Given the following class you create an object and insert into the filesystem.
from dataclasses import dataclass
from emerge.core.client import Client
from emerge.core.objects import EmergeFile
@dataclass
class InventoryItem(EmergeFile):
"""Class for keeping track of an item in inventory."""
unit_price: float = 0.0
quantity_on_hand: int = 0
totalcost: float = 0
foo: str = "FOO"
def run(self):
return "total cost:{}".format(self.total_cost())
def total_cost(self) -> float:
import logging
logging.debug("InventoryItem: total_cost executing")
self.totalcost = self.unit_price * self.quantity_on_hand
return self.totalcost
client = Client("0.0.0.0", "5558")
item = InventoryItem(
id="widget1",
name="widget1",
path="/inventory",
unit_price=3.0,
quantity_on_hand=10,
data="A widget{} data".format(1),
)
client.store(item)
Once emerge
as received and stored your custom object/class it will generate the GraphQL artifacts needed to query it.
Internally, emerge
creates and maintains optimize indicies over your custom object fields dynamically, making it super-fast to execute queries in memory.

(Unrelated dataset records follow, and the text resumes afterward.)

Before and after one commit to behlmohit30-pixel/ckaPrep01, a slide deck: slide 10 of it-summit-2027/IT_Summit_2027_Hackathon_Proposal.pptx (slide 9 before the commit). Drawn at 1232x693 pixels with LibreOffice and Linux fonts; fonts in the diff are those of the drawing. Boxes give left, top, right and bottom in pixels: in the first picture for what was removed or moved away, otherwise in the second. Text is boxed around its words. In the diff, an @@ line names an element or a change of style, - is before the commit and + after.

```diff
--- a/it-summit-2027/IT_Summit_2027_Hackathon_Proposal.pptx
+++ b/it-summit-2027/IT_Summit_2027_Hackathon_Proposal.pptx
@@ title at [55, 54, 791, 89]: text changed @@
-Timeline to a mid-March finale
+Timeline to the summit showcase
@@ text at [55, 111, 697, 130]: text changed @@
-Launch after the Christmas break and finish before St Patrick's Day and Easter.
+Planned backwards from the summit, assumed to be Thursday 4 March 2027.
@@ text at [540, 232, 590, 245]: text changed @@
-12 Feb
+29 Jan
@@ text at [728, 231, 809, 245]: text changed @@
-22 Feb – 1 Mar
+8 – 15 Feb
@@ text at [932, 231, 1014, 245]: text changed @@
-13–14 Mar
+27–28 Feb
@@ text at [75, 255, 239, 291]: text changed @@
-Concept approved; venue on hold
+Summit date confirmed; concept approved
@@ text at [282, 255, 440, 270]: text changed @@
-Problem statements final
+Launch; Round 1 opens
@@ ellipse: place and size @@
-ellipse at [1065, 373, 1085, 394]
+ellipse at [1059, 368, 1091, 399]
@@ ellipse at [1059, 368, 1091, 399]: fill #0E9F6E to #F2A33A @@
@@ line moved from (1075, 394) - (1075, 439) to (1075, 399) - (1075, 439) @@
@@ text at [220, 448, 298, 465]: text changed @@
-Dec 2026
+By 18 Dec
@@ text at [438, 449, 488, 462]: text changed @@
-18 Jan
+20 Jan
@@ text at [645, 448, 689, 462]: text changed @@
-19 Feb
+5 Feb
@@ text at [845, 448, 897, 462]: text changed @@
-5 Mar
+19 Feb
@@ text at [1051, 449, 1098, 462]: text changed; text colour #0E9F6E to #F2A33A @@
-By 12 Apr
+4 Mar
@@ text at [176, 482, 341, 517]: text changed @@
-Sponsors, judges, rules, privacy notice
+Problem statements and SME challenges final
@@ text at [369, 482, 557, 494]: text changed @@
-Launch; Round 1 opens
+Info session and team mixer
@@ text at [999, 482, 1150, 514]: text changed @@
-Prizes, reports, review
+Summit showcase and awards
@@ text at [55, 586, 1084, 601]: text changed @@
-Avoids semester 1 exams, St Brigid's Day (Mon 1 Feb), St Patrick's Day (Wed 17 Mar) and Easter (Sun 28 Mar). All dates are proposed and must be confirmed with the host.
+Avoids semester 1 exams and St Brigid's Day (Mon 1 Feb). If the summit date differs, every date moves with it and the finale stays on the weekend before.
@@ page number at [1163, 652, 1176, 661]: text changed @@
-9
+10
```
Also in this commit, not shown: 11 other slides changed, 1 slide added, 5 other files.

Then issue a GraphQL query to find it
$ cat query1.json
query {
InventoryItem(name: "widget1") {
name
id
path
}
}
$ emerge graphql "$(cat query1.json)"
{'InventoryItem': {'name': 'widget1', 'id': 'widget1', 'path': '/inventory'}}
$ cat query3.json
query {
InventoryItemList {
name
id
path
uuid
totalcost
}
}
$ emerge graphql "$(cat query3.json)"
{'InventoryItemList': [{'name': 'widget8', 'id': 'widget8', 'path': '/inventory', 'uuid': '3fd460a1-07a7-4a3a-8804-87ef0c4cee4f', 'totalcost': 0.0},
{'name': 'widget3', 'id': 'widget3', 'path': '/inventory', 'uuid': '4d7d8d2d-2811-4444-a098-ac1c652073f7', 'totalcost': 0.0},
{'name': 'widget9', 'id': 'widget9', 'path': '/inventory', 'uuid': '8b8c4a11-1e01-4a9f-9070-9ea31e18240d', 'totalcost': 0.0},
{'name': 'widget4', 'id': 'widget4', 'path': '/inventory', 'uuid': '8ba02fc6-5d59-4b03-ae2a-2f4807acb879', 'totalcost': 0.0},
{'name': 'query1', 'id': 'query1', 'path': '/queries', 'uuid': 'b2e188fe-e693-4338-a619-71e8d9fa6690', 'totalcost': None},
{'name': 'widget1', 'id': 'widget1', 'path': '/inventory', 'uuid': 'c959c600-9404-4d94-b8d4-135b8e631da1', 'totalcost': 0.0},
{'name': 'query1', 'id': 'query1', 'path': '/queries', 'uuid': 'd7ab0d1f-7bf7-4962-9d34-d92bb3ff7069', 'totalcost': None}
Running a Node
$ emerge --debug node start
2022-08-31 10:48:34,261 : root DEBUG : Debug ON
2022-08-31 10:48:34,322 : root INFO : Starting NodeServer on port: 5558
2022-08-31 10:48:34,322 : root DEBUG : [NodeServer] Setup...
2022-08-31 10:48:34,322 : root DEBUG : [NodeServer] start...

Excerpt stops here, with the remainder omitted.